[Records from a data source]

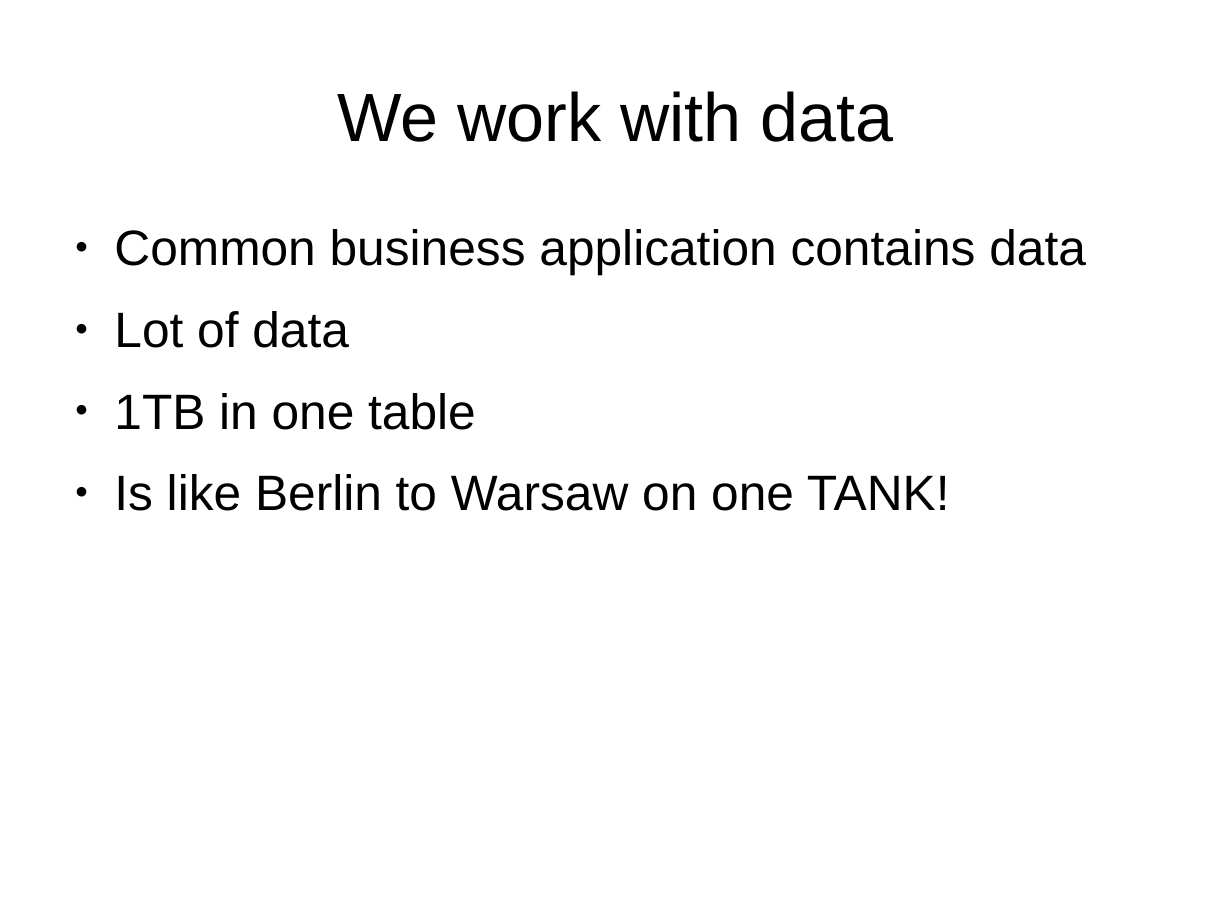
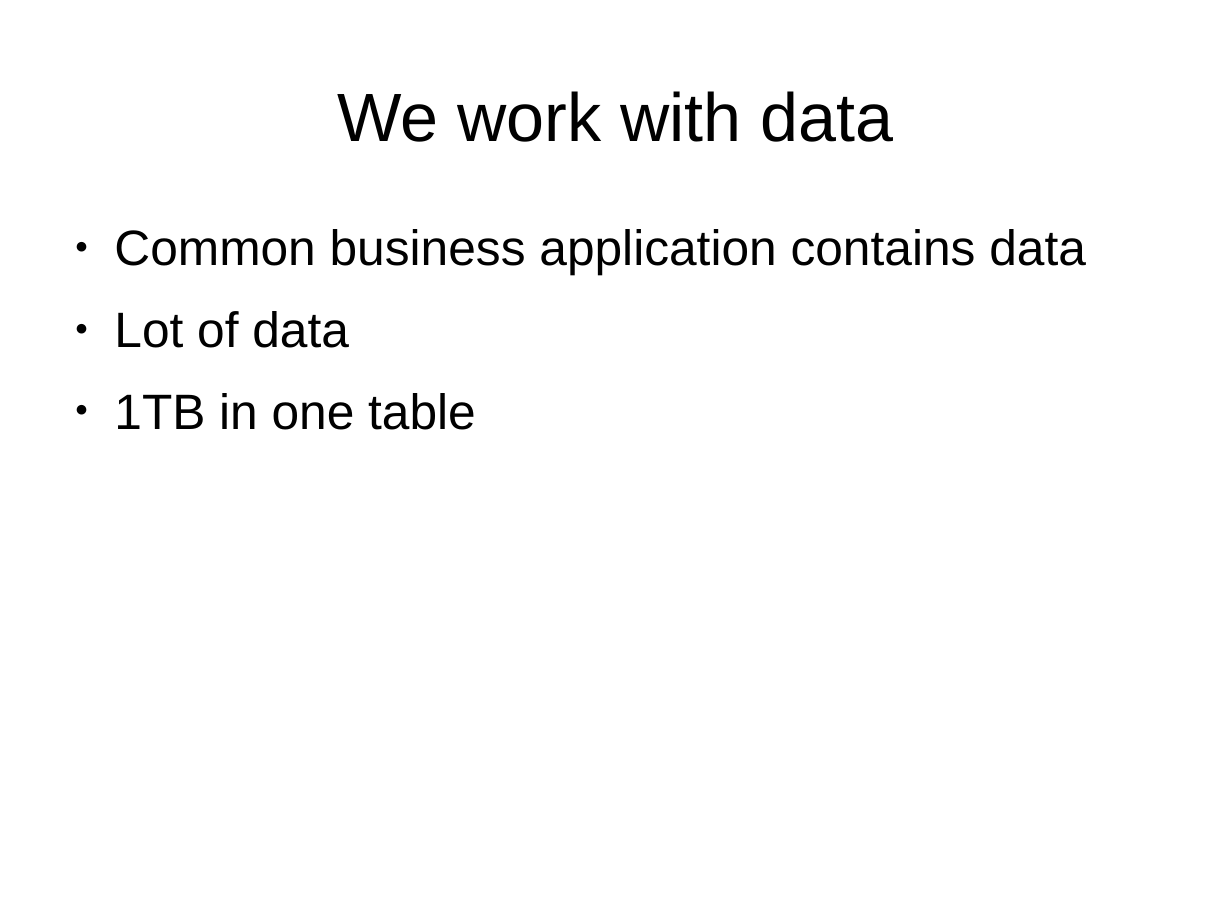
Before and after one commit to Koziolek/warsjawa_2014, a slide deck: slide 3 of beginning_fp/ch2.odp. Drawn at 1232x924 pixels with LibreOffice and Linux fonts; fonts in the diff are those of the drawing. Boxes give left, top, right and bottom in pixels: in the first picture for what was removed or moved away, otherwise in the second. Text is boxed around its words. In the diff, an @@ line names an element or a change of style, - is before the commit and + after.

```diff
--- a/beginning_fp/ch2.odp
+++ b/beginning_fp/ch2.odp
@@ text at (114, 474, 950, 511): paragraph removed @@
-● Is like Berlin to Warsaw on one TANK!
```
Also in this commit, not shown: 8 other files.

→ **DIRECTIONS FOR THIS TASK**
Excluding the pictures, output every entry above without alteration.

→ **ANSWER TO THE PROBLEM**
Before and after one commit to Koziolek/warsjawa_2014, a slide deck: slide 3 of beginning_fp/ch2.odp. Drawn at 1232x924 pixels with LibreOffice and Linux fonts; fonts in the diff are those of the drawing. Boxes give left, top, right and bottom in pixels: in the first picture for what was removed or moved away, otherwise in the second. Text is boxed around its words. In the diff, an @@ line names an element or a change of style, - is before the commit and + after.

```diff
--- a/beginning_fp/ch2.odp
+++ b/beginning_fp/ch2.odp
@@ text at (114, 474, 950, 511): paragraph removed @@
-● Is like Berlin to Warsaw on one TANK!
```
Also in this commit, not shown: 8 other files.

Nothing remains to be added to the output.